Figure 4: BlazeGaze achieves high accuracy with orders of magnitude faster inference speed compared to prior gaze estimation methods.

Temporal Robustness and Cross-Dataset Generalization

On the Eye of the Typer dataset, WebEyeTrack demonstrates strong spatial and temporal consistency, with minimal drift over 20-minute sessions. Compared to WebGazer, which lacks head pose awareness, WebEyeTrack exhibits only a 20% increase in error over time (7.24 cm $\rightarrow$ 8.72 cm), versus a 49% increase for WebGazer (7.79 cm $\rightarrow$ 11.62 cm). Statistical analysis (Mann–Whitney $U$ test, $p<0.05$ ) confirms the significance of this improvement.

Figure 5: WebEyeTrack maintains lower PoG error and reduced temporal drift compared to WebGazer over extended sessions.

Qualitative visualizations further confirm that WebEyeTrack's predictions remain closely aligned with ground truth from a commercial Tobii tracker, even after prolonged use.

Implications and Future Directions

WebEyeTrack demonstrates that SOTA gaze estimation accuracy and robustness can be achieved in real-time, browser-based settings with minimal computational overhead and strong privacy guarantees. The integration of metric head pose estimation and few-shot meta-learning enables rapid, user-specific adaptation, addressing the key limitations of prior webcam-based and deep learning approaches.

Practically, this enables scalable deployment of eye-tracking in education, accessibility, behavioral research, and HCI applications without specialized hardware or cloud-based inference. The open-source release further facilitates reproducibility and adoption.

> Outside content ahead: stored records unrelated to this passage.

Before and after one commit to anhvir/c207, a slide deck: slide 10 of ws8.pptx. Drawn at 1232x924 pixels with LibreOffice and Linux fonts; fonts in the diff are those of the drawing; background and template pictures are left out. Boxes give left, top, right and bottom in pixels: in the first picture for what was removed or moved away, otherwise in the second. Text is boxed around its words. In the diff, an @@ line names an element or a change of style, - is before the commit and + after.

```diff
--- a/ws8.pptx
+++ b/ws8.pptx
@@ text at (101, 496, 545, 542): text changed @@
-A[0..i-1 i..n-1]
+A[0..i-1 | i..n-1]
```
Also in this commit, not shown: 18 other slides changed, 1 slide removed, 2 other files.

Theoretically, the work highlights the importance of geometric normalization, lightweight architectures, and meta-learning for real-world gaze estimation. The strong empirical results challenge the prevailing trend toward ever-larger models, demonstrating that careful architectural and algorithmic choices can yield efficient, deployable solutions.

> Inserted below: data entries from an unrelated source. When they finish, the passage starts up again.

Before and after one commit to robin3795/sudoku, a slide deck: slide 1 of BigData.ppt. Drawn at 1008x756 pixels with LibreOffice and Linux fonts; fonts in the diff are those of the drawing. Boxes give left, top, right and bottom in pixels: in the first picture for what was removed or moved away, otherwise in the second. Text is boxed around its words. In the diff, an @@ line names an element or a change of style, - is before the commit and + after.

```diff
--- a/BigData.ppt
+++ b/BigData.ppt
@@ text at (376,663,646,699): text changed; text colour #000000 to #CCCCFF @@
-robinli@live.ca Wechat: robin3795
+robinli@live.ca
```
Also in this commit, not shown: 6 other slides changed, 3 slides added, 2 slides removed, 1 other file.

Future research should address model fairness across demographic groups, further reduce energy consumption for mobile deployment, and explore unsupervised or label-free adaptation to further minimize calibration effort.

Conclusion

WebEyeTrack provides a comprehensive, efficient, and privacy-preserving solution for browser-based eye-tracking, combining metric head pose estimation, lightweight CNNs, and on-device few-shot personalization. The framework achieves competitive accuracy and robustness with orders of magnitude lower computational cost, enabling practical, scalable deployment of gaze-based interaction and analytics on consumer devices.